Pengertian Majâz
Majâz menurut etimologi terbentuk dari kata ja ̅za al-syai’ yajuu ̅hu (melampaui batas). Sedangkan secara terminologi menurut al-Jurjani adalah nominal yang di maksudkan bukan untuk makna tekstual, melainkan untuk nakna kontekstual. Jadi majâz adalah kata, kalimat atau wacana yang mengandung kiasan, yang berbeda dengan lafadz awal melainka memiliki arti tersendiri yang ada di belaknanya.
Istilah majâz merupakan istilah yang muncul belakangan, jauh setelah masa Rasul, yaitu abad kedua Hjriah. Dikemukakan oleh Abu ‘Ubadah Mu‘ammar al-Husana ̅ (w. 207 H) dengan karyanya : Maja ̅z al-Qur’¬a ̅n, meskipun istilah majâz di kemukakkan masih dalam istilah umum, mencakup istilah besar, untuk tidak mengatkan semua, gaya bahasa yang di kemukakkan oleh rang Arab sebelum atau di saat turunnya al-Qur’an dalam mengemukakkan (ta‘bi ̅r) gagasan yang hendak di sampaikannya secara substansial, gaya bahasa ini sejak al-Qur’an di turunkan bahkan sebelumnya, permasalahannya hanyalah menyangkut istilah saja.

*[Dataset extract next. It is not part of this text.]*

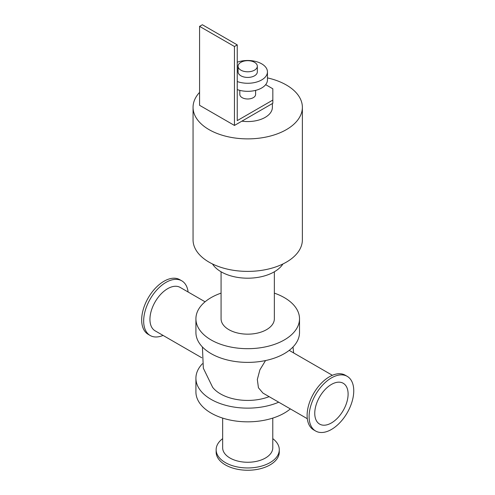 <?xml version="1.0" encoding="UTF-8"?>
<svg xmlns="http://www.w3.org/2000/svg" width="495" height="495" viewBox="0 0 495 495"><rect width="100%" height="100%" fill="white"/><g stroke="black" fill="none" stroke-linecap="round" stroke-linejoin="round"><path stroke-width="0.74" d="M274.354 293.133A51.796 29.904 180 0 1 299.512 318.78A51.796 29.904 180 0 1 267.535 346.407A51.796 29.904 180 0 1 211.087 339.929A51.796 29.904 180 0 1 195.915 318.78A51.796 29.904 180 0 1 221.073 293.133M221.073 271.786L221.073 318.78A26.637 15.382 0 0 0 247.717 334.162A26.637 15.382 0 0 0 274.354 318.78L274.354 271.786M299.512 318.78L299.512 332.479A51.796 29.904 180 0 1 267.535 360.106A51.796 29.904 180 0 1 211.087 353.622A51.796 29.904 180 0 1 195.915 332.479L195.915 318.78M290.355 408.907A51.796 29.904 180 0 1 211.087 413.071A51.796 29.904 180 0 1 195.915 391.929L195.915 378.229A51.796 29.904 180 0 1 202.412 363.732M278.716 402.188A51.796 29.904 180 0 1 211.087 399.378A51.796 29.904 180 0 1 195.915 378.229M202.412 346.976L203.34 368.231L212.658 387.338A38.437 22.195 0 0 0 220.535 393.927A38.437 22.195 0 0 0 269.138 396.656M267.449 77.894A54.66 31.556 180 0 1 302.371 107.322L302.371 239.834A54.66 31.556 180 0 1 268.63 268.989A54.66 31.556 180 0 1 209.063 262.152A54.66 31.556 180 0 1 193.056 239.834L193.056 107.322A54.66 31.556 180 0 1 199.578 92.373M302.371 107.322A54.66 31.556 180 0 1 268.63 136.478A54.66 31.556 180 0 1 209.063 129.634A54.66 31.556 180 0 1 193.056 107.322M212.491 263.965A37.49 21.644 0 0 0 247.717 278.196A37.49 21.644 0 0 0 282.936 263.965M222.657 438.638A31.569 18.228 0 0 0 216.142 449.726A31.569 18.228 0 0 0 247.717 467.954A31.569 18.228 0 0 0 279.285 449.726A31.569 18.228 0 0 0 272.776 438.638M216.142 449.726L216.142 452.022A31.569 18.228 0 0 0 247.717 470.25A31.569 18.228 0 0 0 279.285 452.022L279.285 449.726M222.657 418.102L222.657 447.789A25.059 14.466 0 0 0 247.717 462.262A25.059 14.466 0 0 0 272.776 447.789L272.776 418.102M188.119 292.013A31.569 18.228 120 0 0 181.77 280.826A31.569 18.228 120 0 0 150.202 299.054A31.569 18.228 120 0 0 150.202 335.511A31.569 18.228 120 0 0 163.059 335.412M181.77 280.826L179.784 279.681A31.569 18.228 120 0 0 148.209 297.91A31.569 18.228 120 0 0 148.215 334.36L150.202 335.511M205.079 301.802L180.192 287.434A25.059 14.466 120 0 0 155.133 301.901A25.059 14.466 120 0 0 155.133 330.839L201.793 357.78M347.218 376.349L345.225 375.198A31.569 18.228 120 0 0 313.657 393.426A31.569 18.228 120 0 0 313.657 429.883L315.643 431.027A31.569 18.228 120 0 0 331.433 429.468A31.569 18.228 120 0 0 352.056 401.643A31.569 18.228 120 0 0 347.218 376.349A31.569 18.228 120 0 0 315.643 394.577A31.569 18.228 120 0 0 315.643 431.027M307.308 418.702L262.956 393.092L258.44 387.771L257.326 379.486L259.9 369.827L265.543 360.552M331.433 422.94A23.581 13.613 120 0 0 346.834 402.163A23.581 13.613 120 0 0 343.221 383.266A23.581 13.613 120 0 0 319.64 396.879A23.581 13.613 120 0 0 319.64 424.11A23.581 13.613 120 0 0 331.433 422.94M265.667 84.657L272.832 88.791L272.832 103.294L234.457 125.445L199.578 105.305L199.578 26.359L234.457 46.499L237.247 44.89L237.247 120.613L272.832 100.07M239.821 90.375L239.821 94.434A7.895 4.554 0 0 0 242.135 97.651A7.895 4.554 0 0 0 250.736 98.641A7.895 4.554 0 0 0 255.606 94.434L255.606 90.375M237.247 44.89L202.368 24.75L199.578 26.359M234.457 125.445L234.457 46.499M240.91 70.166A9.622 5.556 180 0 1 238.095 66.237A9.622 5.556 180 0 1 247.717 60.681A9.622 5.556 180 0 1 257.332 66.237A9.622 5.556 180 0 1 251.398 71.367A9.622 5.556 180 0 1 240.91 70.166M257.332 66.237L257.332 71.874A9.622 5.556 180 0 1 251.398 77.01A9.622 5.556 180 0 1 240.91 75.803A9.622 5.556 180 0 1 238.095 71.874L238.095 66.237M237.247 62.215A19.732 11.391 180 0 1 257.276 61.912A19.732 11.391 180 0 1 267.449 71.874A19.732 11.391 180 0 1 257.276 81.842A19.732 11.391 180 0 1 237.247 81.533M267.449 71.874L267.449 79.93A19.732 11.391 180 0 1 257.276 89.898A19.732 11.391 180 0 1 237.247 89.589M272.38 103.554L272.38 107.322A24.663 14.237 180 0 1 241.888 121.157M293.015 346.976L293.634 352.929M289.21 350.373L332.374 375.297"/></g></svg>

Sebagai suatu gaya bahasa yang di gunakan dan di kaji orang banyak, majâz mempunyai keragaman pengertian sesuai keragaman pengkajiannya, secara historis pengertian majâz kemukakkan sebagai berikut:
Sebelum muncul istilah ini (majâz) para mufassir, seperti muja ̅hid (w. 104 H), Qata ̅dah dan Ibnu Abbas (w. 78 H) menggunakan istilah mas ̇al untuk menujukan istilah pengertian tasykhi ̅s (personifikasi) atau taswir (ilustrasi) yang dapat di kategorikan pula ke ragam gaya bahasa majâz. Dengan demikian, mereka mengerti di balik makna yang tersurat ada makna yang tersirat.
Abu ‘Ubadah Mu‘ammar al-Husana ̅ (w. 207 H) menggunakan istilah majâz untuk arti yang lebih luas, sebagai mana yang telah di sebagaimana yang telah di sebutkan diatas, sementara al Farra ̅‘ (w. 209 H) ahli bahasa semasanyamengunakan istilah tajawwuz justeru lebih dekat menunjuk kepada gaya bahasa yang kemudian lebih di kenal dengan istilah majâz.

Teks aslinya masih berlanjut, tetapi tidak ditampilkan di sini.